As illustrated in FIG. 1, the indication of the availability of the validity duration indicates a valid time or valid duration that the UE may receive the DL signals therein.

As illustrated in FIG. 2, the indication of the unavailability of the validity duration indicates an invalid time or valid duration that the UE may receive the DL signals therein.

In some embodiments, a reference point may be defined as the start of the valid time or the invalid time. The UE assumes that the DL signal is available or unavailable from the reference point. The reference point is determined by at least one of: a PF offset, a periodicity for the DL signal transmission, an eDRX cycle, a default paging cycle, a DRX cycle, and/or a modification period.

For example, the reference point may be the first PF during the eDRX cycle n or the default paging cycle n.

For example, the reference point may be the start of the DRX cycle or the modification period after the DRX cycle or the modification period where the indication information of the DL signal is received.

For example, the reference point may be configured as a PF n, an SFN n or a slot n.

In some embodiments, the end position of the availability or unavailability of the validity duration or the available or unavailable DL signal is determined by at least one of: a PF offset, a periodicity for the DL signal transmission, an eDRX cycle, a default paging cycle, a DRX cycle and/or a modification period.

For example, the end position may be defined as the first PF, PO, SFN, slot, or symbol after receiving the last available DL signal or an indication of the available DL signal.

For example, the end position may be the start of a gap before a PF or PO that is valid for the UE.

For example, the end position may be the end or start of a periodicity of the DL signal transmission after a PF, SFN, PO, or slot that the indication information of the DL signal is received.

In some embodiments, the duration of the valid time may be equal to a multiple of (e.g., 10 times of) the periodicity or the validity duration for the DL signal transmission, or a number of sequential symbols or slots without slot or symbol configured for uplink intervened.

2) A Validity Duration of the DL Signal Transmission

In some embodiments, the value of validity duration is a number of one or more eDRX cycles, or default paging cycles, or DRX cycles.

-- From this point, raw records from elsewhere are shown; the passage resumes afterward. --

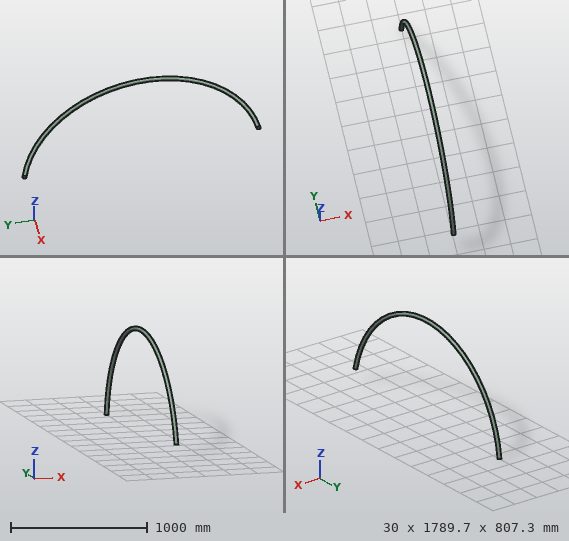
import cadquery as cq

rod_diameter = 30.0
bend_radius = 895.0
low_end_angle = 6.7
high_end_angle = 13.2

sweep_angle = 180 - low_end_angle - high_end_angle


def bent_rod():
    """Round rod along an arc, with both ends cut square to its centreline."""
    upright_arc = (
        cq.Workplane("XY")
        .center(0, bend_radius)
        .circle(rod_diameter / 2)
        .revolve(sweep_angle, (0, -bend_radius, 0), (1, -bend_radius, 0))
    )
    return upright_arc.rotate((0, 0, 0), (1, 0, 0), low_end_angle)


result = bent_rod()
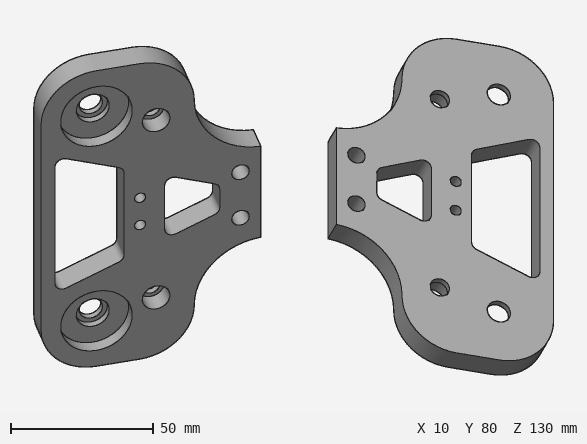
import cadquery as cq

thickness = 10.0
plate_height = 130.0
plate_width = 80.0
body_width = 55.8
corner_radius = 20.0
neck_radius = 25.0

window_fillet = 3.0
large_window = {"y_wide": 5.1, "y_narrow": 30.2, "wide_half": 30.0, "narrow_half": 20.0}
small_window = {"y_wide": 45.0, "y_narrow": 65.0, "wide_half": 14.0, "narrow_half": 6.0}

neck_hole_diameter = 6.4
neck_hole_y = 72.5
neck_hole_z = 10.0
pin_hole_diameter = 4.0
pin_hole_y = 36.0
pin_hole_z = 6.0
inner_bolt_diameter = 7.0
inner_bolt_head_diameter = 10.0
inner_bolt_y = 41.9
inner_bolt_z = 39.0
outer_bolt_diameter = 8.5
outer_bolt_head_diameter = 12.0
outer_bolt_y = 20.2
corner_center_z = plate_height / 2 - corner_radius
outer_bolt_z = corner_center_z
head_recess_depth = 7.5
wide_pocket_diameter = 26.0
wide_pocket_depth = 5.0


def make_body():
    """Rounded rectangular body, with its long straight edge at Y = 0."""
    return (
        cq.Workplane("YZ")
        .center(body_width / 2, 0)
        .rect(body_width, plate_height)
        .extrude(thickness)
        .edges("|X")
        .fillet(corner_radius)
    )


def make_neck():
    """Neck that flares into the body through two concave arcs."""
    neck_length = plate_width - body_width
    neck = (
        cq.Workplane("YZ")
        .center(body_width + neck_length / 2, 0)
        .rect(neck_length, 2 * corner_center_z)
        .extrude(thickness)
    )
    scoops = (
        cq.Workplane("YZ")
        .pushPoints([(body_width + neck_radius, side * corner_center_z) for side in (1, -1)])
        .circle(neck_radius)
        .extrude(thickness)
    )
    return neck.cut(scoops)


def make_window(y_wide, y_narrow, wide_half, narrow_half):
    """Trapezoidal through cutter with rounded corners, tapering toward the neck."""
    return (
        cq.Workplane("YZ")
        .polyline([
            (y_wide, -wide_half),
            (y_narrow, -narrow_half),
            (y_narrow, narrow_half),
            (y_wide, wide_half),
        ])
        .close()
        .extrude(thickness)
        .edges("|X")
        .fillet(window_fillet)
    )


def make_hole_pair(y, z, diameter, start=0.0):
    """Two mirrored cylinders running from X = start to the +X face."""
    return (
        cq.Workplane("YZ", origin=(start, 0, 0))
        .pushPoints([(y, z), (y, -z)])
        .circle(diameter / 2)
        .extrude(thickness - start)
    )


result = make_body().union(make_neck())

for window in (large_window, small_window):
    result = result.cut(make_window(**window))

for y, z, diameter in (
    (neck_hole_y, neck_hole_z, neck_hole_diameter),
    (pin_hole_y, pin_hole_z, pin_hole_diameter),
    (inner_bolt_y, inner_bolt_z, inner_bolt_diameter),
    (outer_bolt_y, outer_bolt_z, outer_bolt_diameter),
):
    result = result.cut(make_hole_pair(y, z, diameter))

for y, z, diameter, depth in (
    (inner_bolt_y, inner_bolt_z, inner_bolt_head_diameter, head_recess_depth),
    (outer_bolt_y, outer_bolt_z, outer_bolt_head_diameter, head_recess_depth),
    (outer_bolt_y, outer_bolt_z, wide_pocket_diameter, wide_pocket_depth),
):
    result = result.cut(make_hole_pair(y, z, diameter, thickness - depth))

3) A Start Position or the Boundary of the Validity Duration

In some embodiments, the start position or the boundary of the validity duration is determined by at least one of the following:

• • a position of the (predetermined) first PF during an eDRX cycle or a paging cycle, or a predetermined SFN, e.g., (SFN+PF_offset) mod T=0, wherein T is the value of the eDRX cycle or the paging cycle;
  • a delay after the reception of the indication; and/or
  • a gap or a position that receiving the indication information of DL the signal transmission.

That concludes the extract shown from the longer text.